(RECORDED DATA begins)
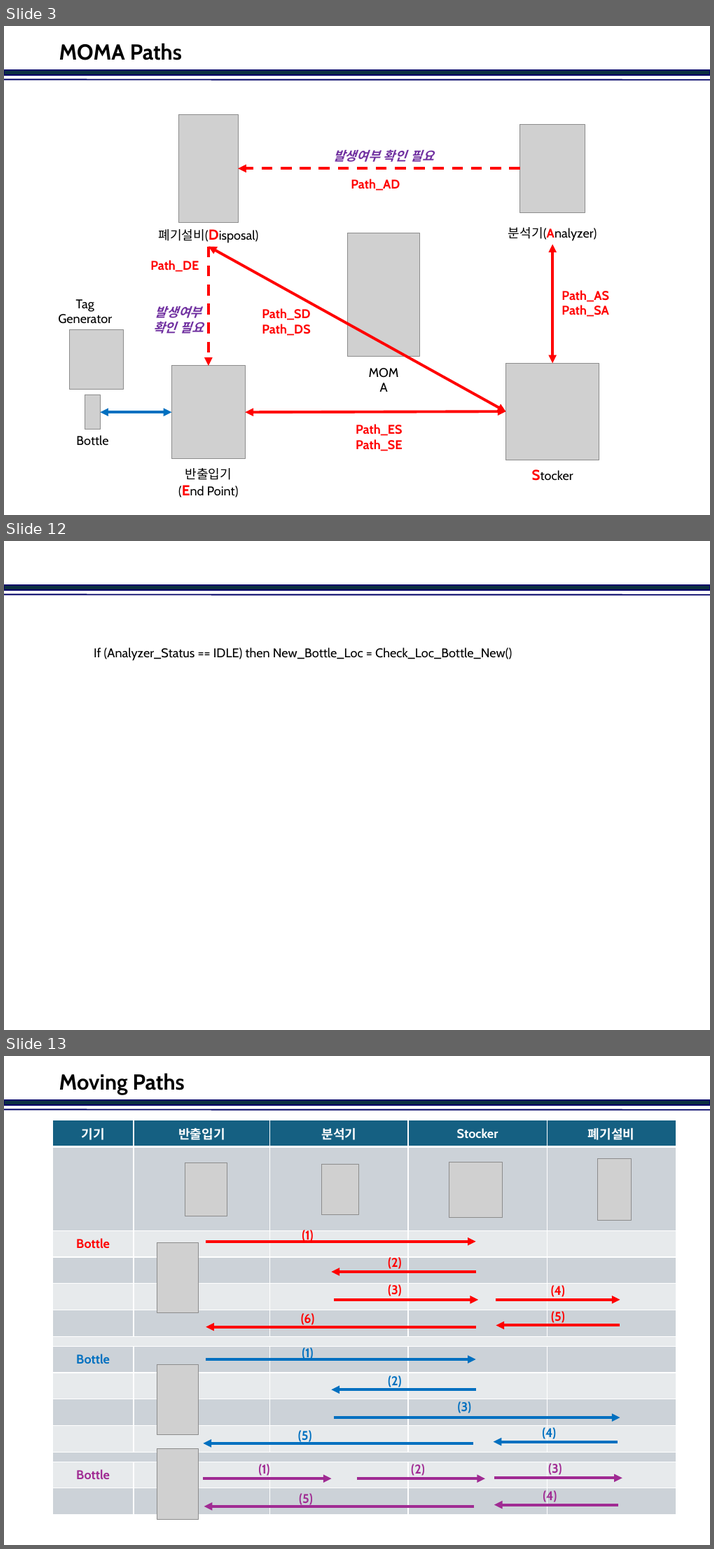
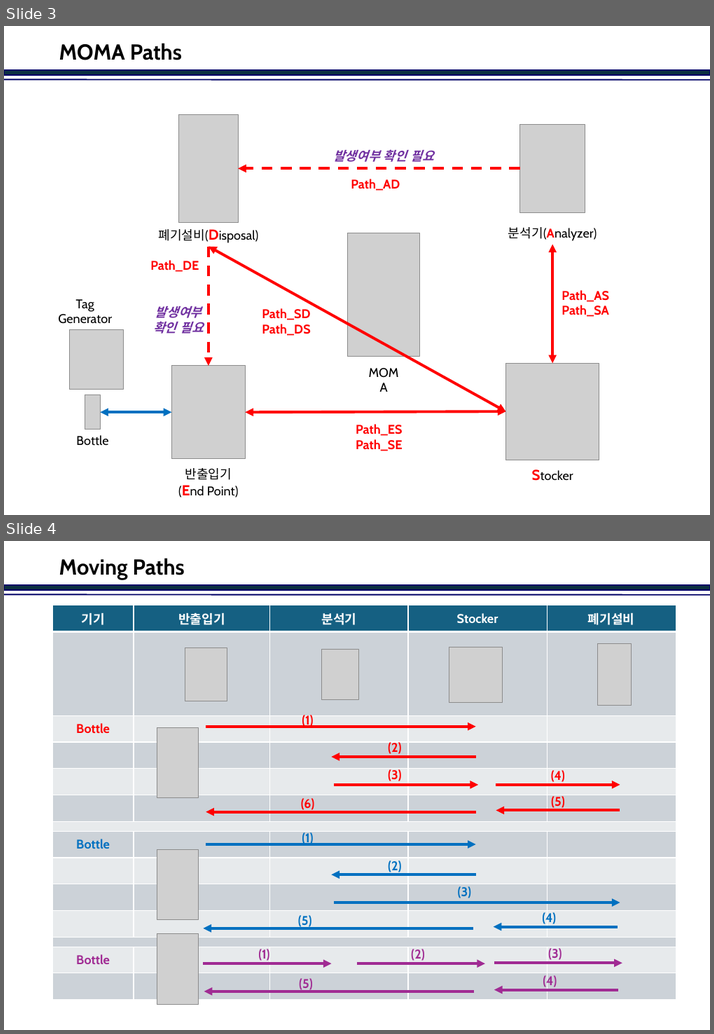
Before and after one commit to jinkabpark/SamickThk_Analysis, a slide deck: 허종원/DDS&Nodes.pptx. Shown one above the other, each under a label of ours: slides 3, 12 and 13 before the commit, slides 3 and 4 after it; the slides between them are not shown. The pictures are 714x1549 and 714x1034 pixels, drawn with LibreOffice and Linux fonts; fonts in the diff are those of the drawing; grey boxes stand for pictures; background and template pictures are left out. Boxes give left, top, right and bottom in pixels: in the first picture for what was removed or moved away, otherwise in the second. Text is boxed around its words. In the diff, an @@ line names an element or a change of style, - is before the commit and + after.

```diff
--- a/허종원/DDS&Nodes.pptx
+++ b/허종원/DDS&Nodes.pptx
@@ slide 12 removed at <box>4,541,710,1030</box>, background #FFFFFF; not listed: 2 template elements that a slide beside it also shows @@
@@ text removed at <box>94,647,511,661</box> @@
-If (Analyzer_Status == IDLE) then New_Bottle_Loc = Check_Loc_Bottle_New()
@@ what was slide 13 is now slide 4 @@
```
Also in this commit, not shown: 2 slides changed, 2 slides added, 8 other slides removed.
(RECORDED DATA ends)
(RECORDED DATA begins)
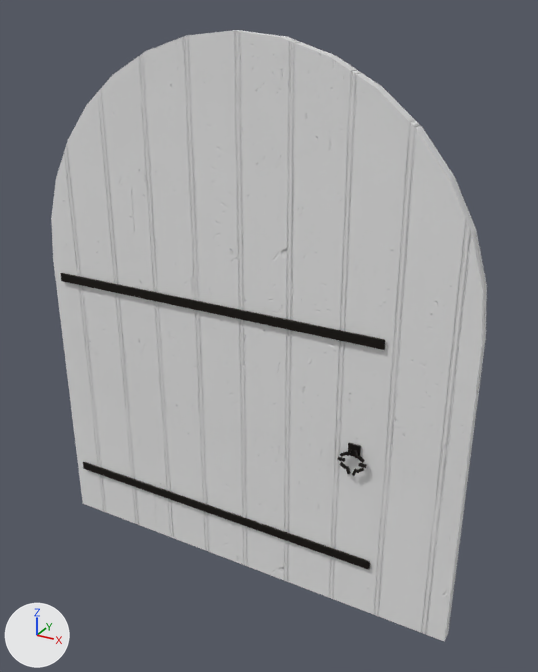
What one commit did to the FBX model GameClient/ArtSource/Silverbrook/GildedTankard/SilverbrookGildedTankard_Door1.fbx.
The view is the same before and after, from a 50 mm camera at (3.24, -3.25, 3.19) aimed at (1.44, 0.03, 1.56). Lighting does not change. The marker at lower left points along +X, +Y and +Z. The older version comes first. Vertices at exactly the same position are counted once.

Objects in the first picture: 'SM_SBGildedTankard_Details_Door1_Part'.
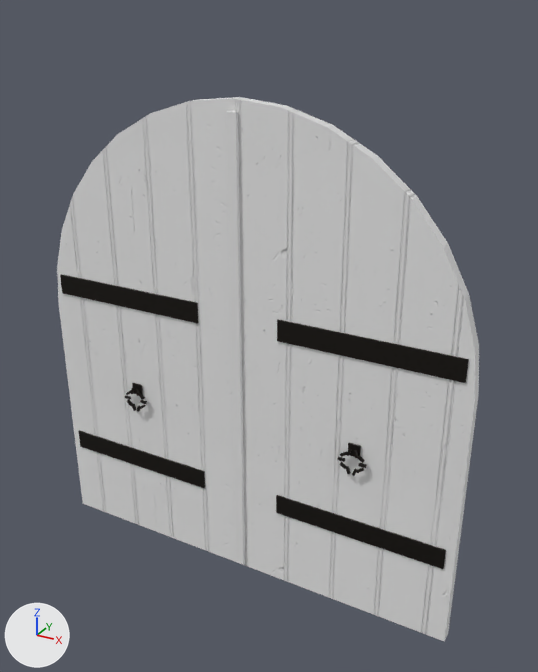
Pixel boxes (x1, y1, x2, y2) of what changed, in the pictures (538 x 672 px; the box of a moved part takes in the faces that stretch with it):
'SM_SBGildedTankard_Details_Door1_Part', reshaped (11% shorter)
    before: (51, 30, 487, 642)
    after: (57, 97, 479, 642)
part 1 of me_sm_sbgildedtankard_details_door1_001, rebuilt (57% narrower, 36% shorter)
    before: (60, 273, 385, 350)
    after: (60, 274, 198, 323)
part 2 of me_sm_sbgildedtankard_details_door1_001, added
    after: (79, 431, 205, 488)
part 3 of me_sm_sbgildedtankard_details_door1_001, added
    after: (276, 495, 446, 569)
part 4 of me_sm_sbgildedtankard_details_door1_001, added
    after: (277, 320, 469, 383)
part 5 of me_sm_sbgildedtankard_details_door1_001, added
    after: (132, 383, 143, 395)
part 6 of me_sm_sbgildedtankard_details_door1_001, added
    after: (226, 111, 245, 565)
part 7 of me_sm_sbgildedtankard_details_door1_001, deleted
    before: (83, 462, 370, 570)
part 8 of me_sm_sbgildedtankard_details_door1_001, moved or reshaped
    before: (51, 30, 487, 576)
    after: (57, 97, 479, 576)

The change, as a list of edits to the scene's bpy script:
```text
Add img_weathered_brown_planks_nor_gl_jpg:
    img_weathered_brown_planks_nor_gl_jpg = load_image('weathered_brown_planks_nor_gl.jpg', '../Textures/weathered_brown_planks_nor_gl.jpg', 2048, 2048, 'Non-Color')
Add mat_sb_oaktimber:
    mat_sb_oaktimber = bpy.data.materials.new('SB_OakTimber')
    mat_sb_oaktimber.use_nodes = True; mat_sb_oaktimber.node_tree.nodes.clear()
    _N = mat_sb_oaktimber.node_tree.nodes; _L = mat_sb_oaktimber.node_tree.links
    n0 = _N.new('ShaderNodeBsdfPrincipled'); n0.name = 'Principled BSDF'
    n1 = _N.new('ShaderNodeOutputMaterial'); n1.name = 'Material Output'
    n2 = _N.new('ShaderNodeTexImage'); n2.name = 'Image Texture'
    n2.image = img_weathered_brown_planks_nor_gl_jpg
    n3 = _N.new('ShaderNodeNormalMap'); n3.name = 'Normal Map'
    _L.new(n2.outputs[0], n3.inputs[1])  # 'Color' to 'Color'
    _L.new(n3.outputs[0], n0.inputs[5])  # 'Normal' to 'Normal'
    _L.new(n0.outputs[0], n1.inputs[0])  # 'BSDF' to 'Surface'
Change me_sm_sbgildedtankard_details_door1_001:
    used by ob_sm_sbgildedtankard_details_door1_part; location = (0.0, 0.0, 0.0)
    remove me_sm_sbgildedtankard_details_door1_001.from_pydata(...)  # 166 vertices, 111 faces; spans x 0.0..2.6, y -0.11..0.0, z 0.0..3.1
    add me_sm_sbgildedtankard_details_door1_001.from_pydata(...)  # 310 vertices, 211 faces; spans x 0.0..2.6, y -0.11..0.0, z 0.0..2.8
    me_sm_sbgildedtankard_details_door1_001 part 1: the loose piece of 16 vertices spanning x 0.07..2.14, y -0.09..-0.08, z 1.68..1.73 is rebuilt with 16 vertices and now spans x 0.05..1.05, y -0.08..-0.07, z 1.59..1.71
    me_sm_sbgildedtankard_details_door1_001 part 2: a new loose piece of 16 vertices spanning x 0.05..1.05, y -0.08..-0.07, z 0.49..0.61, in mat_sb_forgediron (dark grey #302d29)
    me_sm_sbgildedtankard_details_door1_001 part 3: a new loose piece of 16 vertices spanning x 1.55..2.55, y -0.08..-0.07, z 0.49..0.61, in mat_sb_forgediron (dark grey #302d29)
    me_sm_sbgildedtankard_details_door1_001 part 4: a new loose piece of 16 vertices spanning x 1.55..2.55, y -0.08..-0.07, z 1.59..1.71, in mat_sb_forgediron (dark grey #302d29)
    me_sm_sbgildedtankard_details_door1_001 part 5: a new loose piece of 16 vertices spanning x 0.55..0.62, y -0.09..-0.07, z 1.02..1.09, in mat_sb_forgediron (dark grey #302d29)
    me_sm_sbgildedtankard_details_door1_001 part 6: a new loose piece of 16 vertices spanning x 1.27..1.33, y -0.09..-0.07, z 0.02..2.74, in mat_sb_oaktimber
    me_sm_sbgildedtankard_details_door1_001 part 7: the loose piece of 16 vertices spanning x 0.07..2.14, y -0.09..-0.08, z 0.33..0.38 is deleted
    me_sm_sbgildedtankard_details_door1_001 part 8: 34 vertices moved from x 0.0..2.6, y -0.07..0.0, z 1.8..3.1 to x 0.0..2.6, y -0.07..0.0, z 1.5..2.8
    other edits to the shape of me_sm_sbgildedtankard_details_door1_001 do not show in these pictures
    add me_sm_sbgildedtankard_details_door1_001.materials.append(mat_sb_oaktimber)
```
(RECORDED DATA ends)
▶ [TASK DETAILS]
For the entries above, state how many lines contain the word "materials". Provide the number by itself.

▶ [ANSWER BOX]
2